Despite this all coming from the right flank, Walcott remained determined to ply his trade at the Emirates Stadium from a central striking position. And you can only imagine that yearning increased with Van Persie's departure in the summer. But the doubts about his productivity remained. Although last season was Walcott's most proficient in an Arsenal shirt, he was just as likely to be an anonymous presence in a game as he was to be the matchwinner.
From my fortuitous position in the Emirates, I personally think that Walcott's all-round display against Newcastle was... well, consistent in patches. Looking at some of the stats from the match, his pass success rate was 69% (the lowest of the Arsenal players), only taking 4 more touches of the ball than Wojciech Szczesny (39). He also failed to win a single aerial duel, and was dispossessed three times - once again, more than any of his teammates.
Now while one can use stats to prove anything, the reason why I highlighted the aforementioned numbers is that the received wisdom in football is that the age of the old-school centre-forward is dead. The likes of Pippo Inzaghi, Andy Cole and Michael Owen have faded, while top sides tend to rely on strikers who play an integral role in the construction of their attacking strategy; read Edison Cavani, Fernando Llorente or Sergio Aguero. For the much of the first-half, Arsenal's modus operandi appeared to be defending deep, and trying to exploit Walcott's pace with a long ball on the counter.
Having said all this, what Walcott provided was a statistic more precious than winning headers or pressuring defenders into conceding possession. The thing that led Gooners to gnash, wail, and at times, be downright abusive towards Theo was the unpredictability of his end product. Well, along with his three goals, he also claimed two assists. So far he has 8 league goals in as many starts, and with 14 in all competitions, he is currently Arsenal's top scorer.
While some may think Theo is becoming the Premier League's equivalent of NBA star Vince Carter (he also plays well just before his contract expires), I think the penny may have finally dropped in terms of performance. Despite this being his seventh season in North London, Walcott is still only 23, and now looks to be adding genuine consistency to his undoubted qualities. And while many people (I'm one of them) think that to pay him £100,000 grand a week is excessive, if he continues to be Arsenal's key difference-maker, then he makes a case which will be increasingly difficult to argue with.

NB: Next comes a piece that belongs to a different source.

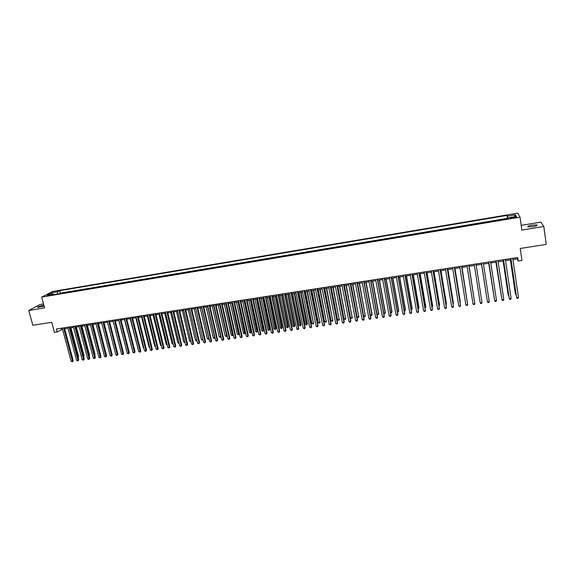 <?xml version="1.0" encoding="UTF-8"?>
<svg xmlns="http://www.w3.org/2000/svg" width="575" height="575" viewBox="0 0 575 575"><rect width="100%" height="100%" fill="white"/><g stroke="black" fill="none" stroke-linecap="round" stroke-linejoin="round"><path stroke-width="0.86" d="M43.88 305.232L43.391 305.303C39.531 306.108 37.619 306.827 37.655 307.438L44.124 306.13M532.96 226.651C536.461 225.982 537.805 225.407 537.014 224.926L532.04 225.134C528.562 225.795 527.217 226.363 528.001 226.852L532.96 226.651M46.863 295.96L49.766 294.91L46.863 295.96M43.535 303.967L39.955 304.549L28.75 310.478L32.847 325.277L51.707 322.302L54.438 332.372L57.212 331.947L62.488 329.116M517.802 213.138L52.613 291.482L41.659 297.095L520.037 217.17L517.802 213.138M520.037 217.17L521.87 230.065L543.813 226.485L540.823 222.144L521.202 225.378M543.813 226.485L546.25 244.389L520.238 248.486L521.949 260.453L518.197 261.028L517.694 257.521L56.408 328.986L57.212 331.947M503.204 219.506L507.588 218.773M500.243 219.93L495.88 220.735M492.94 221.152L488.592 221.95M485.667 222.367L481.34 223.165M478.429 223.574L474.116 224.372M471.22 224.782L466.914 225.501M464.054 226.054L459.77 226.773M456.909 227.247L452.633 227.894M449.794 228.44L445.539 229.08M442.707 229.626L438.473 230.259M435.656 230.805L431.458 231.502M428.627 231.977L424.458 232.674M421.64 233.148L417.486 233.838M414.676 234.312L410.543 235.002M407.747 235.47L403.636 236.16M400.847 236.627L396.757 237.31M393.976 237.77L389.908 238.452M387.133 238.92L383.087 239.595M380.319 240.055L376.294 240.731M373.534 241.191L369.531 241.859M366.785 242.319L362.803 242.988M360.058 243.441L356.098 244.109M353.359 244.562L349.42 245.223M346.696 245.676L342.772 246.337M340.055 246.79L336.159 247.444M333.442 247.897L329.568 248.544M326.859 248.997L322.999 249.643M320.311 250.089L316.466 250.736M313.777 251.182L309.961 251.821M307.28 252.267L303.478 252.907M300.811 253.352L297.023 253.985M294.364 254.43L290.598 255.056M287.946 255.501L284.201 256.127M281.556 256.572L277.833 257.197M275.188 257.636L271.486 258.254M268.848 258.692L265.161 259.311M262.538 259.749L258.872 260.367M256.249 260.806L252.605 261.409M249.996 261.848L246.359 262.459M243.757 262.89L240.149 263.494M237.547 263.932L233.953 264.529M231.366 264.967L227.793 265.564M225.206 265.995L221.648 266.592M219.075 267.016L215.539 267.612M212.973 268.043L209.451 268.626M206.885 269.057L203.385 269.646M200.826 270.07L197.34 270.652M194.796 271.077L191.324 271.659M188.787 272.083L185.337 272.658M182.8 273.082L179.371 273.657M176.841 274.081L173.427 274.656M170.904 275.073L167.505 275.641M164.996 276.065L161.611 276.625M159.103 277.049L155.739 277.61M153.237 278.027L149.888 278.588M147.401 279.004L144.066 279.565M141.579 279.975L138.266 280.535M135.786 280.945L132.487 281.498M130.015 281.915L126.73 282.462M124.265 282.871L120.994 283.418M118.536 283.834L115.28 284.373M112.829 284.783L109.595 285.329M107.151 285.732L103.931 286.271M101.495 286.681L98.289 287.22M95.853 287.622L92.661 288.154M90.239 288.564L87.062 289.096M84.647 289.498L81.485 290.03M79.077 290.433L75.929 290.957M73.528 291.36L70.394 291.884M68.001 292.28L64.882 292.804M514.294 217.055L510.636 218.155L514.654 217.752L516.659 216.926L514.294 217.055L514.402 217.796M53.885 294.644L53.245 294.019L51.182 295.097L508.465 218.629L508.106 217.839L508.178 218.673M53.245 294.019L47.157 295.04L51.635 292.74L57.665 291.719L59.671 290.684L506.992 215.409L507.337 216.164L515.473 214.798L516.357 216.459L508.106 217.839M507.581 218.701L507.416 218.335L60.332 293.157L59.39 293.724M62.488 293.2L59.376 293.66M28.75 310.478L44.606 307.891L41.659 297.095M512.943 259.505L517.306 258.829L518.197 261.028M64.666 328.785L68.03 328.26M70.208 327.923L73.6 327.405M75.771 327.067L79.185 326.535M81.355 326.205L84.798 325.673M86.962 325.335L90.426 324.803M92.589 324.465L96.083 323.926M98.239 323.596L101.753 323.049M103.91 322.719L107.453 322.173M109.602 321.835L113.174 321.288L120.743 351.03M115.323 320.951L118.917 320.397M121.059 320.067L124.689 319.506M126.823 319.175L130.475 318.615M132.609 318.284L136.289 317.716M138.417 317.386L142.126 316.811M144.246 316.48L147.983 315.905M150.104 315.582L153.87 314.999M155.983 314.669L159.778 314.087M161.884 313.756L165.708 313.167M167.814 312.843L171.666 312.247M173.765 311.923L177.646 311.319M179.738 310.996L183.648 310.392M185.739 310.069L189.678 309.465M191.763 309.142L195.73 308.531L202.853 339.214M197.807 308.207L201.803 307.589M203.881 307.266L207.906 306.647M209.983 306.324L214.037 305.699M216.099 305.375L220.189 304.75M222.252 304.427L226.37 303.794M228.426 303.478L232.573 302.831M234.622 302.515L238.805 301.868M240.846 301.552L245.058 300.905M247.099 300.588L251.34 299.934M253.374 299.618L257.65 298.957M259.677 298.648L263.982 297.979M266.002 297.663L270.343 296.995M272.356 296.686L276.726 296.01M278.738 295.701L283.144 295.018M285.15 294.709L289.584 294.019M291.582 293.71L296.053 293.02M298.051 292.711L302.551 292.021M304.542 291.712L309.077 291.007M311.053 290.706L315.625 289.994M317.601 289.692L322.201 288.981M324.171 288.679L328.814 287.96M330.776 287.658L335.448 286.932M337.403 286.63L342.111 285.904M344.066 285.603L348.802 284.869M350.75 284.567L355.522 283.834M357.463 283.533L362.279 282.785M364.205 282.49L369.057 281.743M370.983 281.441L375.863 280.686M377.782 280.392L382.706 279.63M384.618 279.335L389.57 278.566M391.474 278.271L396.47 277.502M398.367 277.207L403.398 276.431M405.289 276.137L410.356 275.353M412.239 275.066L417.349 274.275M419.225 273.988L424.372 273.19M426.233 272.902L431.423 272.104M433.284 271.817L438.502 271.005M440.357 270.717L445.618 269.905M447.465 269.625L452.762 268.805M454.602 268.518L459.935 267.691M461.768 267.411L467.144 266.577M468.97 266.297L474.389 265.463M476.208 265.183L481.649 264.335M483.489 264.054L488.944 263.213M490.798 262.926L496.261 262.078M498.151 261.79L503.621 260.942M505.533 260.647L511.01 259.799M517.133 257.607L517.306 258.829M61.238 328.239L61.518 329.267M507.818 218.737L507.337 216.164M507.416 218.335L506.992 215.409M60.332 293.157L59.671 290.684M57.665 291.719L57.256 294.077M514.215 216.818L515.473 214.798M51.635 292.74L52.533 294.141M510.83 258.585L516.623 297.728L510.909 258.57M518.463 297.462L517.996 298.296L517.256 298.403L516.623 297.728L518.463 297.462L512.771 258.283M510.399 259.893L515.351 293.811L516.019 294.163M510.471 259.886L515.488 294.242L516.127 294.903M503.441 259.735L509.277 298.777L503.506 259.72M511.11 298.511L510.65 299.345L509.917 299.446L509.277 298.777L511.11 298.511L505.353 259.433M496.081 260.87L501.968 299.819L496.132 260.863M503.786 299.561L503.341 300.387L502.607 300.488L501.968 299.819L503.786 299.561L497.972 260.576M488.757 262.006L494.687 300.862L488.786 261.999M496.505 300.603L496.06 301.422L495.334 301.523L494.687 300.862L496.505 300.603L490.619 261.718M481.469 263.134L487.442 301.897L481.476 263.134M489.246 301.638L488.815 302.457L488.089 302.558L487.442 301.897L489.246 301.638L483.302 262.854M503.139 261.014L508.142 294.853L508.688 295.219M503.197 261.007L508.271 295.277L508.774 295.816M495.909 262.135L501.386 296.269M495.952 262.128L501.45 296.7M488.714 263.249L494.119 297.318M488.743 263.242L494.162 297.584M486.903 298.475L481.562 264.349L486.881 298.353M476.021 263.982L482.022 302.666L480.226 302.924L474.202 264.263M482.022 302.666L481.598 303.485L480.88 303.586L480.226 302.924M473.038 303.945L473.699 304.606L474.418 304.506L474.835 303.693L468.783 265.104L474.835 303.693L473.038 303.945L466.957 265.384M474.296 300.164L469.092 266.275M474.317 300.315L469.078 266.283M461.545 266.225L467.676 304.714L465.887 304.973L459.748 266.498M461.581 266.218L467.633 304.261L467.267 305.526L465.887 304.973M467.144 301.192L462.02 267.375M467.195 301.501L461.984 267.375M454.358 267.332L460.546 305.735L458.771 305.986L452.568 267.612M454.408 267.325L460.525 305.282L460.144 306.54L458.771 305.986M460.029 302.22L460.331 301.738L454.969 268.46M460.101 302.68L454.926 268.467M447.206 268.446L453.452 306.748L451.684 307L445.424 268.719M447.271 268.432L453.438 306.295L453.057 307.553L451.684 307M452.942 303.241L453.366 302.738L447.954 269.546M453.043 303.859L453.373 303.176L447.896 269.553M440.083 269.546L446.387 307.754L444.626 308.006L438.308 269.826M440.162 269.538L446.387 307.302L445.999 308.559L444.626 308.006M445.891 304.254L446.43 303.737L440.967 270.624M446.006 304.973L446.423 304.175L440.896 270.638M432.989 270.645L439.35 308.761L437.597 309.005L431.221 270.918M433.083 270.631L439.372 308.301L438.977 309.558L437.597 309.005M438.862 305.268L439.523 304.736L434.017 271.702M438.984 305.986L439.501 305.174L433.924 271.716M425.931 271.738L432.35 309.76L430.603 310.004L424.17 272.011M426.039 271.723L432.378 309.3L431.976 310.558L430.603 310.004M431.868 306.274L432.644 305.72L427.088 272.773M431.99 306.993L432.616 306.166L426.988 272.787M418.902 272.83L425.378 310.752L423.638 311.003L417.148 273.103M419.024 272.809L425.421 310.299L425.011 311.549L423.638 311.003M424.903 307.273L425.795 306.712L420.196 273.837M425.026 307.992L425.752 307.151L420.073 273.858M411.901 273.916L418.435 311.743L416.702 311.988L410.155 274.182M412.038 273.894L418.492 311.283L418.082 312.534L416.702 311.988M417.975 308.272L418.981 307.69L413.332 274.9M418.097 308.983L418.923 308.135L413.195 274.915M404.929 274.994L411.52 312.728L409.795 312.98L403.197 275.26M405.088 274.972L411.592 312.275L411.175 313.519L409.795 312.98M411.067 309.264L412.117 309.113L412.189 308.667L406.496 275.957M411.197 309.975L412.117 309.113L406.345 275.978M397.993 276.065L404.635 313.713L402.917 313.957L396.261 276.338M398.159 276.043L404.728 313.253L404.297 314.503L402.917 313.957M404.196 310.248L405.433 309.645L399.69 277.006M404.318 310.946L405.016 310.867L405.346 310.083L399.524 277.028M391.086 277.136L397.785 314.69L396.074 314.935L389.361 277.402M391.266 277.107L397.886 314.23L397.454 315.474L396.074 314.935M397.354 311.233L398.597 311.053L398.698 310.608L392.912 278.056M397.454 311.787L398.274 311.83L398.597 311.053L392.732 278.077M384.208 278.207L390.957 315.668L389.261 315.912L382.49 278.473M384.402 278.171L391.079 315.201L390.633 316.444L389.261 315.912M390.54 312.218L391.884 312.024L391.999 311.578L386.163 279.098M390.612 312.635L391.568 312.793L391.884 312.024L385.969 279.127M377.358 279.263L384.165 316.638L382.468 316.875L375.655 279.529M377.574 279.234L384.294 316.171L383.848 317.414L382.468 316.875M383.755 313.195L385.2 312.987L385.322 312.534L379.442 280.133M383.805 313.476L384.883 313.756L385.2 312.987L379.234 280.169M370.544 280.32L377.401 317.601L375.712 317.846L368.841 280.586M370.767 280.284L377.545 317.141L377.092 318.377L375.712 317.846M376.999 314.166L378.537 313.943L378.673 313.497L372.751 281.168M377.027 314.317L378.235 314.712L378.537 313.943L372.528 281.204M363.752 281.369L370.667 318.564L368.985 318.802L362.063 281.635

However, this is all incumbent on Walcott sustaining this level of productivity. It shouldn't be overlooked that his recent purple patch came against the amenable defences of Reading and Newcastle. If selected, the acid test will likely come in a spell of matches which include Manchester City, Chelsea, Liverpool and Stoke. If Theo was to spearhead the attack with as much effectiveness as he's done to close 2012, then Arsene Wenger may have finally developed him into the real deal. Just as we may be about to lose him.